--- DATA FOR THIS TASK ---
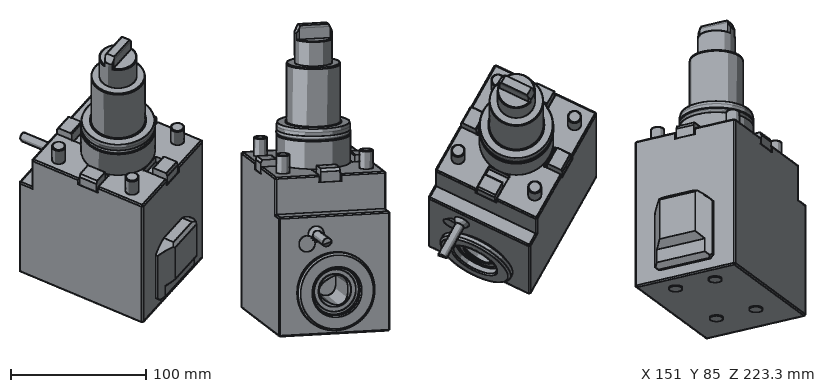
import cadquery as cq
import math


overall_height = 223.3

overlap = 2.2

body_left = -60.0
body_right = 47.8
body_width = 85.0
body_bottom = -118.3
step_left = -49.0
step_height = -28.0
edge_chamfer = 1.1

foot_diameter = 10.0
foot_height = 1.0
foot_left = -29.7
foot_right = 31.7
foot_y = 16.7
pin_diameter = 10.0
pin_height = 13.8
pin_offset = 32.0
pin_chamfer = 0.7

slot_width = 17.5
slot_start = 27.5
slot_depth = 5.4
key_width = 14.7
key_height = 5.0
key_length = 12.7
key_inset = 0.2
key_chamfer_height = 2.5
key_chamfer_depth = 1.1
key_inner_chamfer = 0.7

collar_diameter = 55.0
collar_height = 30.1
collar_chamfer_height = 2.2
collar_chamfer_width = 0.7
groove_diameter = 50.0
groove_bottom = 20.8
groove_top = 24.8
seal_diameter = 55.4
seal_section = 3.1
seal_height = 23.0
shank_foot_diameter = 41.8
shank_foot_height = 0.5
shank_diameter = 40.0
shank_top = 75.0
shank_chamfer_height = 1.1
shank_chamfer_width = 0.5
drive_diameter = 28.0
drive_top = 93.8
drive_chamfer = 0.7
tang_top = overall_height + body_bottom - foot_height
tang_width = 7.5
tang_flat_length = 24.0
tang_corner = 0.7
tang_top_length = 21.7
tang_shoulder = 97.8
tang_chamfer_height = 1.5
tang_chamfer_width = 0.5

spindle_z = -85.0
flange_diameter = 59.0
flange_front = -67.2
flange_back = -62.5
flange_chamfer = 1.5
neck_diameter = 50.0
recess_mouth_diameter = 38.2
recess_diameter = 36.0
recess_depth = 5.4
seat_diameter = 32.0
seat_depth = 5.8
bore_diameter = 25.0
bore_depth = 6.7
socket_depth = 31.3
socket_radius = 11.0
socket_lobe = 1.0
socket_taper = 0.93
socket_lobes = 3
socket_curve_steps = 60

pipe_y = 14.0
pipe_z = -42.0
pipe_diameter = 7.0
pipe_tip = -92.0
pipe_cut = 3.1
pipe_cut_turn = -18.0
ball_diameter = 12.5
ball_inset = 1.5
plug_y = 21.9
plug_z = -48.2
plug_small_diameter = 6.0
plug_height = 3.1

cover_right = 59.0
cover_ledge = 53.5
cover_side_edge = 49.5
cover_width = 49.0
cover_corner_radius = 32.5
cover_top = -55.2
cover_top_chamfer = 2.7
cover_slope_start = -89.8


def rod_x(diameter, x_start, x_end, y, z):
    """Cylinder along X between two X positions."""
    plane = cq.Workplane("YZ", origin=(x_start, y, z))
    return plane.circle(diameter / 2).extrude(x_end - x_start)


def make_body():
    outline = [
        (body_left, body_bottom),
        (body_right, body_bottom),
        (body_right, 0),
        (step_left, 0),
        (step_left, step_height),
        (body_left, step_height),
    ]
    block = cq.Workplane("XZ").polyline(outline).close().extrude(body_width / 2, both=True)
    convex_edges = block.edges("|X or |Z or (|Y and (<X or >X or >Z or <Z))")
    return convex_edges.chamfer(edge_chamfer)


def make_slot_and_key(direction, wall):
    """Slot in the seat face and its key, laid out along +X and turned about the shank axis."""
    slot_length = wall - slot_start + overlap
    slot = cq.Workplane("XY").box(slot_length, slot_width, slot_depth + overlap, centered=(False, True, False))
    slot = slot.translate((slot_start, 0, -slot_depth))
    key_end = wall - key_inset
    key_start = key_end - key_length
    key_profile = [
        (key_start, -slot_depth),
        (key_end, -slot_depth),
        (key_end, key_height - key_chamfer_height),
        (key_end - key_chamfer_depth, key_height),
        (key_start + key_inner_chamfer, key_height),
        (key_start, key_height - key_inner_chamfer),
    ]
    key = cq.Workplane("XZ").polyline(key_profile).close().extrude(key_width / 2, both=True)
    axis = ((0, 0, 0), (0, 0, 1), direction)
    return slot.rotate(*axis), key.rotate(*axis)


def make_shank():
    collar_r = collar_diameter / 2
    shank_r = shank_diameter / 2
    drive_r = drive_diameter / 2
    profile = [
        (0, -slot_depth),
        (collar_r, -slot_depth),
        (collar_r, groove_bottom),
        (groove_diameter / 2, groove_bottom),
        (groove_diameter / 2, groove_top),
        (collar_r, groove_top),
        (collar_r, collar_height - collar_chamfer_height),
        (collar_r - collar_chamfer_width, collar_height),
        (shank_foot_diameter / 2, collar_height),
        (shank_foot_diameter / 2, collar_height + shank_foot_height),
        (shank_r, collar_height + shank_foot_height),
        (shank_r, shank_top - shank_chamfer_height),
        (shank_r - shank_chamfer_width, shank_top),
        (drive_r, shank_top),
        (drive_r, drive_top - drive_chamfer),
        (drive_r - drive_chamfer, drive_top),
        (0, drive_top),
    ]
    shank = cq.Workplane("XZ").polyline(profile).close().revolve(360, (0, 0), (0, 1))
    seal_centre = ((seal_diameter - seal_section) / 2, seal_height)
    seal = cq.Workplane("XZ").moveTo(*seal_centre).circle(seal_section / 2)
    seal = seal.revolve(360, (0, 0), (0, 1))
    return shank.union(seal)


def make_tang():
    base = drive_top - overlap
    half_width = tang_width / 2
    drive_r = drive_diameter / 2
    plan = [
        (half_width, tang_flat_length / 2),
        (half_width - tang_corner, drive_r),
        (tang_corner - half_width, drive_r),
        (-half_width, tang_flat_length / 2),
    ]
    plan += [(-x, -y) for x, y in plan]
    side = [
        (drive_r, base),
        (drive_r, tang_shoulder),
        (tang_top_length / 2, tang_top),
    ]
    side += [(-y, z) for y, z in reversed(side)]
    end = [
        (half_width, base),
        (half_width, tang_top - tang_chamfer_height),
        (half_width - tang_chamfer_width, tang_top),
    ]
    end += [(-x, z) for x, z in reversed(end)]
    floor = cq.Workplane("XY", origin=(0, 0, base))
    tang = floor.circle(drive_r).extrude(tang_top - base)
    tang = tang.intersect(floor.polyline(plan).close().extrude(tang_top - base))
    tang = tang.intersect(cq.Workplane("YZ").polyline(side).close().extrude(drive_r, both=True))
    return tang.intersect(cq.Workplane("XZ").polyline(end).close().extrude(drive_r, both=True))


def lobed_wire(workplane, scale):
    """Closed three-lobed curve with one lobe toward +Y."""

    def point(t):
        angle = 2 * math.pi * t
        radius = scale * (socket_radius + socket_lobe * math.cos(socket_lobes * angle))
        return (radius * math.cos(angle), radius * math.sin(angle))

    return workplane.parametricCurve(point, N=socket_curve_steps)


def make_flange():
    flange = rod_x(flange_diameter, flange_front, flange_back, 0, spindle_z)
    flange = flange.faces("<X").chamfer(flange_chamfer)
    return flange.union(rod_x(neck_diameter, flange_back, body_left + overlap, 0, spindle_z))


def make_socket_cavity():
    mouth_r = recess_mouth_diameter / 2
    recess_r = recess_diameter / 2
    seat_r = seat_diameter / 2
    bore_r = bore_diameter / 2
    profile = [
        (0, 0),
        (0, mouth_r),
        (mouth_r - recess_r, recess_r),
        (recess_depth, recess_r),
        (recess_depth, seat_r),
        (seat_depth, seat_r),
        (seat_depth, bore_r),
        (bore_depth, bore_r),
        (bore_depth, 0),
    ]
    steps = cq.Workplane("XY").polyline(profile).close()
    steps = steps.revolve(360, (0, 0), (1, 0)).translate((flange_front, 0, spindle_z))
    mouth = cq.Workplane("YZ", origin=(flange_front + bore_depth, 0, spindle_z))
    lobed = lobed_wire(mouth, 1.0).workplane(offset=socket_depth)
    lobed = lobed_wire(lobed, socket_taper).loft()
    return steps.union(lobed)


def make_coolant_pipe():
    pipe = rod_x(pipe_diameter, pipe_tip, body_left, pipe_y, pipe_z)
    bottom = -pipe_diameter / 2
    bevel = cq.Workplane("XZ").polyline([(0, bottom), (pipe_cut, bottom), (0, bottom + pipe_cut)]).close()
    bevel = bevel.extrude(pipe_diameter, both=True).rotate((0, 0, 0), (1, 0, 0), pipe_cut_turn)
    pipe = pipe.cut(bevel.translate((pipe_tip, pipe_y, pipe_z)))
    ball = cq.Workplane("XY").sphere(ball_diameter / 2).translate((body_left + ball_inset, pipe_y, pipe_z))
    return pipe.union(ball)


def make_plug():
    small_r = plug_small_diameter / 2
    plug_end = plug_height + overlap
    profile = [
        (0, 0),
        (0, small_r + plug_height),
        (plug_height, small_r),
        (plug_end, small_r),
        (plug_end, 0),
    ]
    plug = cq.Workplane("XY").polyline(profile).close()
    plug = plug.revolve(360, (0, 0), (1, 0))
    return plug.translate((body_left - plug_height, plug_y, plug_z))


def make_cover():
    inside = body_right - overlap
    half_width = cover_width / 2
    bottom = spindle_z - half_width
    side_slope = cover_right - cover_side_edge
    ledge_rise = cover_right - cover_ledge
    side = [
        (inside, cover_top),
        (cover_right - cover_top_chamfer, cover_top),
        (cover_right, cover_top - cover_top_chamfer),
        (cover_right, cover_slope_start),
        (cover_ledge, cover_slope_start - ledge_rise),
        (cover_ledge, bottom + cover_ledge - cover_side_edge),
        (cover_side_edge, bottom),
        (inside, bottom),
    ]
    plan = [(inside, half_width), (cover_side_edge, half_width), (cover_right, half_width - side_slope)]
    plan += [(x, -y) for x, y in reversed(plan)]
    cover = rod_x(2 * cover_corner_radius, inside, cover_right, 0, spindle_z)
    cover = cover.intersect(cq.Workplane("XZ").polyline(side).close().extrude(cover_width, both=True))
    return cover.intersect(cq.Workplane("XY").polyline(plan).close().extrude(overall_height, both=True))


body = make_body()
keys = []
sides = [
    (0, body_right),
    (90, body_width / 2),
    (180, -step_left),
    (270, body_width / 2),
]
for direction, wall in sides:
    slot, key = make_slot_and_key(direction, wall)
    body = body.cut(slot)
    keys.append(key)
for key in keys:
    body = body.union(key)

pins = cq.Workplane("XY", origin=(0, 0, -overlap)).rect(2 * pin_offset, 2 * pin_offset, forConstruction=True)
pins = pins.vertices().circle(pin_diameter / 2).extrude(pin_height + overlap).faces(">Z").chamfer(pin_chamfer)
foot_places = [(x, y) for x in (foot_left, foot_right) for y in (-foot_y, foot_y)]
feet = cq.Workplane("XY", origin=(0, 0, body_bottom - foot_height)).pushPoints(foot_places)
feet = feet.circle(foot_diameter / 2).extrude(foot_height + overlap)

result = body.union(pins).union(feet).union(make_shank()).union(make_tang()).union(make_flange())
result = result.union(make_coolant_pipe()).union(make_plug()).union(make_cover())
result = result.cut(make_socket_cavity())
---
### WHAT IS REQUIRED
With the line that has "plug_end = plug_height + overlap" as the first and the line that has "pins = pins.vertices().circle(pin_diameter" as the last, repeat exactly that run of lines above and no more.

### WRITTEN RESPONSE
    plug_end = plug_height + overlap
    profile = [
        (0, 0),
        (0, small_r + plug_height),
        (plug_height, small_r),
        (plug_end, small_r),
        (plug_end, 0),
    ]
    plug = cq.Workplane("XY").polyline(profile).close()
    plug = plug.revolve(360, (0, 0), (1, 0))
    return plug.translate((body_left - plug_height, plug_y, plug_z))


def make_cover():
    inside = body_right - overlap
    half_width = cover_width / 2
    bottom = spindle_z - half_width
    side_slope = cover_right - cover_side_edge
    ledge_rise = cover_right - cover_ledge
    side = [
        (inside, cover_top),
        (cover_right - cover_top_chamfer, cover_top),
        (cover_right, cover_top - cover_top_chamfer),
        (cover_right, cover_slope_start),
        (cover_ledge, cover_slope_start - ledge_rise),
        (cover_ledge, bottom + cover_ledge - cover_side_edge),
        (cover_side_edge, bottom),
        (inside, bottom),
    ]
    plan = [(inside, half_width), (cover_side_edge, half_width), (cover_right, half_width - side_slope)]
    plan += [(x, -y) for x, y in reversed(plan)]
    cover = rod_x(2 * cover_corner_radius, inside, cover_right, 0, spindle_z)
    cover = cover.intersect(cq.Workplane("XZ").polyline(side).close().extrude(cover_width, both=True))
    return cover.intersect(cq.Workplane("XY").polyline(plan).close().extrude(overall_height, both=True))


body = make_body()
keys = []
sides = [
    (0, body_right),
    (90, body_width / 2),
    (180, -step_left),
    (270, body_width / 2),
]
for direction, wall in sides:
    slot, key = make_slot_and_key(direction, wall)
    body = body.cut(slot)
    keys.append(key)
for key in keys:
    body = body.union(key)

pins = cq.Workplane("XY", origin=(0, 0, -overlap)).rect(2 * pin_offset, 2 * pin_offset, forConstruction=True)
pins = pins.vertices().circle(pin_diameter / 2).extrude(pin_height + overlap).faces(">Z").chamfer(pin_chamfer)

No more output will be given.